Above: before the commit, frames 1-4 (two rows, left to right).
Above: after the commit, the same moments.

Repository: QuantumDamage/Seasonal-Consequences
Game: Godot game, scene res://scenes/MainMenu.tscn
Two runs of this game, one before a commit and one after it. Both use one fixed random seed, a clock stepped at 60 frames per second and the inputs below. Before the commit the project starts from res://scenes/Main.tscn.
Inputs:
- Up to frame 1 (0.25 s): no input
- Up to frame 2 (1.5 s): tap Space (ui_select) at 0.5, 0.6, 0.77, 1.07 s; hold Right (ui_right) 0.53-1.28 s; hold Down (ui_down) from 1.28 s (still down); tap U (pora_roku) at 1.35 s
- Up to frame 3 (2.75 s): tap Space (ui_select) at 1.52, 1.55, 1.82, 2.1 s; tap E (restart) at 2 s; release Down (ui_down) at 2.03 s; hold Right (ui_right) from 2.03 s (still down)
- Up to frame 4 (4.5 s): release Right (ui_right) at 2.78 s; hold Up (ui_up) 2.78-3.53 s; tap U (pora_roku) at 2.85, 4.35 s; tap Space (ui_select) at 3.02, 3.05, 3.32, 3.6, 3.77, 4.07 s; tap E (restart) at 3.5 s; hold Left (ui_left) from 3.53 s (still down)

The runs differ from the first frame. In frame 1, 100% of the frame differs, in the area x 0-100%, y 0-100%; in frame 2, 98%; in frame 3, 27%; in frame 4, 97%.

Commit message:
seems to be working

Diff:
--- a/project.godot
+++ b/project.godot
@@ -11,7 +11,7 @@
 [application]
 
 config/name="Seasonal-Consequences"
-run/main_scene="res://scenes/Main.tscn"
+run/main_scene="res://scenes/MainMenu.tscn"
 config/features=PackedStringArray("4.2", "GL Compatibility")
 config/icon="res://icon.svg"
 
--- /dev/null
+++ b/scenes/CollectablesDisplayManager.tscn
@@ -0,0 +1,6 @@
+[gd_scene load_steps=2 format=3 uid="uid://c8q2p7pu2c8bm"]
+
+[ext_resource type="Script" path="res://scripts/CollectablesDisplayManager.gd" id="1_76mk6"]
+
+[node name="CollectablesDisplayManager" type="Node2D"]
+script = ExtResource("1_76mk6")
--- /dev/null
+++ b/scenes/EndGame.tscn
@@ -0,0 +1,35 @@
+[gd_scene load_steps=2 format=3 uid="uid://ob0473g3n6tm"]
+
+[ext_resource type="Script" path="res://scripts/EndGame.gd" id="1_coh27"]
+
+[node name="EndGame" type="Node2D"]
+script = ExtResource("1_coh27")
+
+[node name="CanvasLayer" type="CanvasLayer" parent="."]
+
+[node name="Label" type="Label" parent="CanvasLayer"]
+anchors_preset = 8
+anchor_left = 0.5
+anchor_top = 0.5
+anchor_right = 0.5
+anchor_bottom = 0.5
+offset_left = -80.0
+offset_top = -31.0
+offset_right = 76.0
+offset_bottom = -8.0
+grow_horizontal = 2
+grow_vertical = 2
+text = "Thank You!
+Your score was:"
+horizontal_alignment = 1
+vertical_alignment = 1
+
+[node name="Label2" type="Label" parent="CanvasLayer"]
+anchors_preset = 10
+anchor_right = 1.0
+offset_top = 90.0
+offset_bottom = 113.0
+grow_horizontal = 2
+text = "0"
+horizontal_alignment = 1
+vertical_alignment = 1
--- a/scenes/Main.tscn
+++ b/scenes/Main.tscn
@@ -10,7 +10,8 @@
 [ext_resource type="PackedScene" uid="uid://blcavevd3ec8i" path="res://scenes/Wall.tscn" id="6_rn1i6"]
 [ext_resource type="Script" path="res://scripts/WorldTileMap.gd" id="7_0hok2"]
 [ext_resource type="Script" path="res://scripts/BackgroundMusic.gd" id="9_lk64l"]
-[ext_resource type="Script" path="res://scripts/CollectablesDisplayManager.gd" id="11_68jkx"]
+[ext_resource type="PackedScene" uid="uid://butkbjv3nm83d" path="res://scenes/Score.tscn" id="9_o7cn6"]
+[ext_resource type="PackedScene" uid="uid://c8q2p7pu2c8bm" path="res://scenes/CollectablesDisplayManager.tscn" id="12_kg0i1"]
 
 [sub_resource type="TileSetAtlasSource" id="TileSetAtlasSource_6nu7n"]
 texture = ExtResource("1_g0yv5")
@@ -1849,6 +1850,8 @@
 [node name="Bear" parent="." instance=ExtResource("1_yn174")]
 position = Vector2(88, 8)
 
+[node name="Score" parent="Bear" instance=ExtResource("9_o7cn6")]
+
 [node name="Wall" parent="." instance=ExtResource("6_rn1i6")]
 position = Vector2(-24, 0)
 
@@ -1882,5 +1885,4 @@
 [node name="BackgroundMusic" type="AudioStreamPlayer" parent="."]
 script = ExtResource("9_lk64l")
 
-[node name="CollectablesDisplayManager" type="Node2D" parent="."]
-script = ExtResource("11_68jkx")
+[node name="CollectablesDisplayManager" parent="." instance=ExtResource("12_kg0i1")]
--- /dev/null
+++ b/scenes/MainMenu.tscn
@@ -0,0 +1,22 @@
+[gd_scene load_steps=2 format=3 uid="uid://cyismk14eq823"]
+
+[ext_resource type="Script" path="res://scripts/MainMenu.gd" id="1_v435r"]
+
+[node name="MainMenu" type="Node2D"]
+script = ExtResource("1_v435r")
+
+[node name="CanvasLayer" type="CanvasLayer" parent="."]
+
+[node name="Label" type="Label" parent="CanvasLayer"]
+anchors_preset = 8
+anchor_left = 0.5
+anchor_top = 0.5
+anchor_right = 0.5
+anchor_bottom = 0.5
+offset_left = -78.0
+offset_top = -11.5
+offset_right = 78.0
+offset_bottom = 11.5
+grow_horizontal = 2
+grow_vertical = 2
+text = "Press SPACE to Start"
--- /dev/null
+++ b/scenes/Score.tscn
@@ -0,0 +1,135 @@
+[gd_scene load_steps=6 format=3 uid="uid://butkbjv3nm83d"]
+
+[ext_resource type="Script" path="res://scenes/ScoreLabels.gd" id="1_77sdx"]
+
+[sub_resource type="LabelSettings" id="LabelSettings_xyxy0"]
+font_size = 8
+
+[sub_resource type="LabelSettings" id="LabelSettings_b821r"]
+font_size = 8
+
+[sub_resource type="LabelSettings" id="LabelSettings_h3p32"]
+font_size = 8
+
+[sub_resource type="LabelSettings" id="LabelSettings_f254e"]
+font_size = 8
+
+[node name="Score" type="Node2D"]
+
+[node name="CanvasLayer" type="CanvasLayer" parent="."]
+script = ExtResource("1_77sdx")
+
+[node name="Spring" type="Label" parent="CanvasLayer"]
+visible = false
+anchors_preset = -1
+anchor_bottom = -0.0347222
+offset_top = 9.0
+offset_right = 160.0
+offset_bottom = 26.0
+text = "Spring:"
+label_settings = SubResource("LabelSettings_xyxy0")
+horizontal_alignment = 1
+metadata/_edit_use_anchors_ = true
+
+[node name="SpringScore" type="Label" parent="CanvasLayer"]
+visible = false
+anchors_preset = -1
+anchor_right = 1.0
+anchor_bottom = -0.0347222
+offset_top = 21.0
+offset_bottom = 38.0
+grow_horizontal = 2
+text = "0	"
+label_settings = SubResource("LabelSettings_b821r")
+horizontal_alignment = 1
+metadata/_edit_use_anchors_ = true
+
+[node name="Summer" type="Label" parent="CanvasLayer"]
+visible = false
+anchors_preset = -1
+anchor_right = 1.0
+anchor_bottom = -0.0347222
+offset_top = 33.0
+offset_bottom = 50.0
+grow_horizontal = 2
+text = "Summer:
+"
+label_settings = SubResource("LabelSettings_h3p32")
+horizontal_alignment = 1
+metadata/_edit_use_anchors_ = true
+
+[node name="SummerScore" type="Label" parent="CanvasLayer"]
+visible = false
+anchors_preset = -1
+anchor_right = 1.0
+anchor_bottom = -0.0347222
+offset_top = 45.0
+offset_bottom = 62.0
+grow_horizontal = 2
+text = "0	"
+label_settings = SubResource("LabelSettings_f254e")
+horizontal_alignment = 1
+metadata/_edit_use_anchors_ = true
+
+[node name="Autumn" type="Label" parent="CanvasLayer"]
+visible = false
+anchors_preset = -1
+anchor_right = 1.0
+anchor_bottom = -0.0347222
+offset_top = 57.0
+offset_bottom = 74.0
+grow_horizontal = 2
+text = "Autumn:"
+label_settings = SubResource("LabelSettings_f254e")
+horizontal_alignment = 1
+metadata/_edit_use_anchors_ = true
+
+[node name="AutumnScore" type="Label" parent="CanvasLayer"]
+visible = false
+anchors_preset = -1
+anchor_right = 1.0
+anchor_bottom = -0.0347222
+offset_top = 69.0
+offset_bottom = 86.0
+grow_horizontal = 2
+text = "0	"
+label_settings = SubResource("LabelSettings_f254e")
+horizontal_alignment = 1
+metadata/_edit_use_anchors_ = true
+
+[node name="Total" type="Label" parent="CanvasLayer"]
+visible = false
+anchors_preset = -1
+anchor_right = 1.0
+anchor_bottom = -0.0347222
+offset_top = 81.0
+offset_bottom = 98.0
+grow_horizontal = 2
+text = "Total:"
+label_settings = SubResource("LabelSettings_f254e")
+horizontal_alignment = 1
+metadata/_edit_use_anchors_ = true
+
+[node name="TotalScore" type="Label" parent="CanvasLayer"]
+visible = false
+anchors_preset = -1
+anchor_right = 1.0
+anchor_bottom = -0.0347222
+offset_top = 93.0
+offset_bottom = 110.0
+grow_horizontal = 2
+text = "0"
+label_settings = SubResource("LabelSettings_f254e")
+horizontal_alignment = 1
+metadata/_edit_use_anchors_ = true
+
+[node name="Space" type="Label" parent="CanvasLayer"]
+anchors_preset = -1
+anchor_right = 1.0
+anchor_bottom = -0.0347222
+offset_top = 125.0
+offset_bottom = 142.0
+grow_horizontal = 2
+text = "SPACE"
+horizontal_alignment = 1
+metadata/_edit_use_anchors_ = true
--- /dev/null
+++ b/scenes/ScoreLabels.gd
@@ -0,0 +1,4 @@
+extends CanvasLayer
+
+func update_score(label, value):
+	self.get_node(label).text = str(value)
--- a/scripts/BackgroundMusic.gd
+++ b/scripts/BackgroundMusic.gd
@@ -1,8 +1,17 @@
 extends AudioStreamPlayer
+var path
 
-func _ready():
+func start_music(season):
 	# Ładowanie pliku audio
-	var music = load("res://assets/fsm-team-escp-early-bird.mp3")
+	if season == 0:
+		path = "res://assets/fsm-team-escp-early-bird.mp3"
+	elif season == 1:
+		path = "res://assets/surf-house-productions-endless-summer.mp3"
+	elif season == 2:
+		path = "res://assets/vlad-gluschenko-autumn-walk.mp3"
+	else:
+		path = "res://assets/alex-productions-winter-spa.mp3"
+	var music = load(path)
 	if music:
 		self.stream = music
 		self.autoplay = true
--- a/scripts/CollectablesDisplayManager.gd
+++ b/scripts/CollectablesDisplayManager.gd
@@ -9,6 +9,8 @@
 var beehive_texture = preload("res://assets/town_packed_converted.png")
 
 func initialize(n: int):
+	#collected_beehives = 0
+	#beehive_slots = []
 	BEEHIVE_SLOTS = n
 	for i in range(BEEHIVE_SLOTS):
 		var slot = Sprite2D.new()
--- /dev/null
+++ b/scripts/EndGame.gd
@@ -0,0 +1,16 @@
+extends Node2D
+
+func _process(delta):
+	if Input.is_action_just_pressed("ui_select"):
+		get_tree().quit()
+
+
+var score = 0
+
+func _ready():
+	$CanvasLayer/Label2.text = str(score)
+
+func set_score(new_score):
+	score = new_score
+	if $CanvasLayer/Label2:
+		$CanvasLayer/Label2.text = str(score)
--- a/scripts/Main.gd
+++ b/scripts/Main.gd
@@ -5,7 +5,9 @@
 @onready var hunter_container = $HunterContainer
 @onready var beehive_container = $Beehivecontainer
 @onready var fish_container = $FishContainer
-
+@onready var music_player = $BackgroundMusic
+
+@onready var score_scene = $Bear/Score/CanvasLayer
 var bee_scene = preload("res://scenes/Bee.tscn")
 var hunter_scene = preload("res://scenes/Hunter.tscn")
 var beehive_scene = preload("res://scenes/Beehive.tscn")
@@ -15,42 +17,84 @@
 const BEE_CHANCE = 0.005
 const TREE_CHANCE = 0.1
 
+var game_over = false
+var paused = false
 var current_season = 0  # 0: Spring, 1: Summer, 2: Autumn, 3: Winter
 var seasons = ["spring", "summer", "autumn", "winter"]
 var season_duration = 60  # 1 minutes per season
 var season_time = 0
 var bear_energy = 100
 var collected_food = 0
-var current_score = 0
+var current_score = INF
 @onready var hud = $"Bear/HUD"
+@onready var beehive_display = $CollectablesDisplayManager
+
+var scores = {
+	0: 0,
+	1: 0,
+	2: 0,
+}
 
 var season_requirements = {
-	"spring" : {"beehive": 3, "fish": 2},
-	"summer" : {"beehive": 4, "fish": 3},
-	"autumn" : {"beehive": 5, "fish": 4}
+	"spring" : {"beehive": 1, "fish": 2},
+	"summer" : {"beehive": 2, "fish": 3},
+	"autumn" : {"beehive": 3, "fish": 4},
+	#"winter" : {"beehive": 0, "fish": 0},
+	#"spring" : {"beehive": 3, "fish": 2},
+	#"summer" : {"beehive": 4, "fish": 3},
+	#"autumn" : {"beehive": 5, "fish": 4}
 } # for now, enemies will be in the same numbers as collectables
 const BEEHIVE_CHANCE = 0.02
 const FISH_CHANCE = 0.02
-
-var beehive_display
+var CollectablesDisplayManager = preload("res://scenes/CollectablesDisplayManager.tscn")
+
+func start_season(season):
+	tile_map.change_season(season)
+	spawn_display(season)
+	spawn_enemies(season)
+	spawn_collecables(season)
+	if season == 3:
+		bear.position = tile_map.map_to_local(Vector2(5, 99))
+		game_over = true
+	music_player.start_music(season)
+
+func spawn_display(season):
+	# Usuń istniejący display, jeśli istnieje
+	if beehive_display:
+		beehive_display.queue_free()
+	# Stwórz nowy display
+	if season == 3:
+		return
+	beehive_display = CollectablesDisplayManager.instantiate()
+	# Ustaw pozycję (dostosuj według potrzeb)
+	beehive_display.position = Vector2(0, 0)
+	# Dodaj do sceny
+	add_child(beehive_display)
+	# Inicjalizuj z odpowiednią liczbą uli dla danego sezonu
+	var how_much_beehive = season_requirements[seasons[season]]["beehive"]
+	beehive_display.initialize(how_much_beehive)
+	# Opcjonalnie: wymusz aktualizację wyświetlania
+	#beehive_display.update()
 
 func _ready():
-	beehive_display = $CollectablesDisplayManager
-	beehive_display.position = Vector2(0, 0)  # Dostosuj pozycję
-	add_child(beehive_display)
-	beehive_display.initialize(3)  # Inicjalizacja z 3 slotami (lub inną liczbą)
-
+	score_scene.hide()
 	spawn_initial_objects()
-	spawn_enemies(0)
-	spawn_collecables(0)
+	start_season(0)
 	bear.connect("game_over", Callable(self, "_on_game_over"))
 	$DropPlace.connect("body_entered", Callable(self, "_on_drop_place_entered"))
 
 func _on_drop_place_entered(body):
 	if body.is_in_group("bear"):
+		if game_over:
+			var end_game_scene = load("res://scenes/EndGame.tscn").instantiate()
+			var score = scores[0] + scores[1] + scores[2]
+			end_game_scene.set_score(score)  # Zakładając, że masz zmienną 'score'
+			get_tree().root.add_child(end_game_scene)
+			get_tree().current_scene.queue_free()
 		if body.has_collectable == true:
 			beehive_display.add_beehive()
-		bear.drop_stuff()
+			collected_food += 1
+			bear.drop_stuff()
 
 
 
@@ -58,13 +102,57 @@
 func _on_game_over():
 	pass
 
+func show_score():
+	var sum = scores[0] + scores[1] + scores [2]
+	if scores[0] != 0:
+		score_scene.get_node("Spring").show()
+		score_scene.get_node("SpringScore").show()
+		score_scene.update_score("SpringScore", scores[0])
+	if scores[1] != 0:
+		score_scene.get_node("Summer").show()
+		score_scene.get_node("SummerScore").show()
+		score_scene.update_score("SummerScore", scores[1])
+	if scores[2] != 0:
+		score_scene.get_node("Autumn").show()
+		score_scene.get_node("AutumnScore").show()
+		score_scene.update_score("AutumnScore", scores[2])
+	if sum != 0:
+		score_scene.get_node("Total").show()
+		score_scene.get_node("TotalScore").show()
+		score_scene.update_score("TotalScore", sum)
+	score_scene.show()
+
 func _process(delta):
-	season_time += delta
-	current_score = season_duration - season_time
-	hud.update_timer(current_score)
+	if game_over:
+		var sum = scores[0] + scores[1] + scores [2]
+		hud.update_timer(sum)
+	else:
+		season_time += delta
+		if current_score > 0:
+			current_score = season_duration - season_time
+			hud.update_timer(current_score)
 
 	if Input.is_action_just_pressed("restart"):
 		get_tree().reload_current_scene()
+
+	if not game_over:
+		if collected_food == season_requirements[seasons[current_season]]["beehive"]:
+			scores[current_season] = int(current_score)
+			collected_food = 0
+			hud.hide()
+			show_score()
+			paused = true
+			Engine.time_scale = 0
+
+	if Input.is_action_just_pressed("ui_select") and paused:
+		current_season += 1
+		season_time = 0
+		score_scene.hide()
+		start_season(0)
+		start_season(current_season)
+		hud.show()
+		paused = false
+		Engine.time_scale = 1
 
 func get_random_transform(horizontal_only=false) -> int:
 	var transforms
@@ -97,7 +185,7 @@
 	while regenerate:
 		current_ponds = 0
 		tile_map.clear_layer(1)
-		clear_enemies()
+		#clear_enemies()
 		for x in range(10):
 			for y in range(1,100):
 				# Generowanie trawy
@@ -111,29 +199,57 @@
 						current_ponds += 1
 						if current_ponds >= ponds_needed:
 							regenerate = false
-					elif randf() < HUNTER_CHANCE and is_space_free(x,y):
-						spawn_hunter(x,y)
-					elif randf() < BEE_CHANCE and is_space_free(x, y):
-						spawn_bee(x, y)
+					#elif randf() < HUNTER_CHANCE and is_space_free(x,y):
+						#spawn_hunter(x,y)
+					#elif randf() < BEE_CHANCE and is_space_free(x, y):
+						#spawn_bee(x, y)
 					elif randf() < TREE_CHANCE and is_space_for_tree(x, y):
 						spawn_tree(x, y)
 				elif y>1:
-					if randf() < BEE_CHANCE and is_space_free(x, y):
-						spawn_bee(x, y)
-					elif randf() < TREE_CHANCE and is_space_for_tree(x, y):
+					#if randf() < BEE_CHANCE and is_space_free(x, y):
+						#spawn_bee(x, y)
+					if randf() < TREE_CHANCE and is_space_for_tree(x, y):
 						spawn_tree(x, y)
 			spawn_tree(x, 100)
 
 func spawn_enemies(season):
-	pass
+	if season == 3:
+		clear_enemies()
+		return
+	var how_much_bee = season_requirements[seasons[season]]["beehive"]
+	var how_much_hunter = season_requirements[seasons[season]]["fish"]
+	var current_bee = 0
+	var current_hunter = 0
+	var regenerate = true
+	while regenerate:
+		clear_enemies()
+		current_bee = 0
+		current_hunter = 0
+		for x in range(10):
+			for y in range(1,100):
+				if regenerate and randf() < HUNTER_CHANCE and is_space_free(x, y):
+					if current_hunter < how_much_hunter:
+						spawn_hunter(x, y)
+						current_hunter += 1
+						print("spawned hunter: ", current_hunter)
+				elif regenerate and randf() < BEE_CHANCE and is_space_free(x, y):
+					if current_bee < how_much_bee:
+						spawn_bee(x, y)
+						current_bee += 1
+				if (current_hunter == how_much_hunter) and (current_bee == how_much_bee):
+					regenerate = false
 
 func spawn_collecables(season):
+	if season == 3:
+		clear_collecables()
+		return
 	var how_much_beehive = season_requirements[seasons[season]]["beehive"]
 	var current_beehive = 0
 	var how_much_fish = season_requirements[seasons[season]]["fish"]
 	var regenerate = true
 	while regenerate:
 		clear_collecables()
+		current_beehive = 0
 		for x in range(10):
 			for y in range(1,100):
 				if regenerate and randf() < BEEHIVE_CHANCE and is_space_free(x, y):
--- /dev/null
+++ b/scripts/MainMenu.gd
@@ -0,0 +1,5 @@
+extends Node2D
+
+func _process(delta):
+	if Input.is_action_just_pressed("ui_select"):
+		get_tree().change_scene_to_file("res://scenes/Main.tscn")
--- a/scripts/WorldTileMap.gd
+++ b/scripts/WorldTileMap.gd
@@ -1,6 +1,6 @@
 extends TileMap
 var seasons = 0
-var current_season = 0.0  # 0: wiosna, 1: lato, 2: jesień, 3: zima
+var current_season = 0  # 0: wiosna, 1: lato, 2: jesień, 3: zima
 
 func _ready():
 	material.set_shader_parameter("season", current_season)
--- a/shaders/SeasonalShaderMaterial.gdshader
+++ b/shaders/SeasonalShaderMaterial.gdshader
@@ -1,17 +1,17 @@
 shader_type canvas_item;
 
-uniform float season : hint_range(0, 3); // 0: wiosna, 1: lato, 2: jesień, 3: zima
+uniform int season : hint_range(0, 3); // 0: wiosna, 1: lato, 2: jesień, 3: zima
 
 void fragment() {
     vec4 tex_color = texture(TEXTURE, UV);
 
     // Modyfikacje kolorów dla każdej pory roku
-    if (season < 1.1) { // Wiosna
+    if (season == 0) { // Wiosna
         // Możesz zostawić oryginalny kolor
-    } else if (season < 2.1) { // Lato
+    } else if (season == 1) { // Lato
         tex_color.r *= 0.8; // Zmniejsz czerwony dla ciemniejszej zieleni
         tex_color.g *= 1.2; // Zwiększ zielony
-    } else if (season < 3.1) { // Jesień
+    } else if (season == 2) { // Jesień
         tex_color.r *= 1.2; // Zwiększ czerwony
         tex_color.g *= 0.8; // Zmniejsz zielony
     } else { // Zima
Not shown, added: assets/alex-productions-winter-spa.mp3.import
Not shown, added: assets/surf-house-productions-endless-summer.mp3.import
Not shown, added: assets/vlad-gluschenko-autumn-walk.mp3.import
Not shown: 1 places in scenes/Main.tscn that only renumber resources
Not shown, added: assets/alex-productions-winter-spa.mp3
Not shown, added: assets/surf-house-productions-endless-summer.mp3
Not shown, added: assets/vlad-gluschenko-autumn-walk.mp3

• • • • • • •

**TASK DIRECTIONS:** Return all lines above that mention the word "connect".

**FINAL ANSWER:**
 	bear.connect("game_over", Callable(self, "_on_game_over"))
 	$DropPlace.connect("body_entered", Callable(self, "_on_drop_place_entered"))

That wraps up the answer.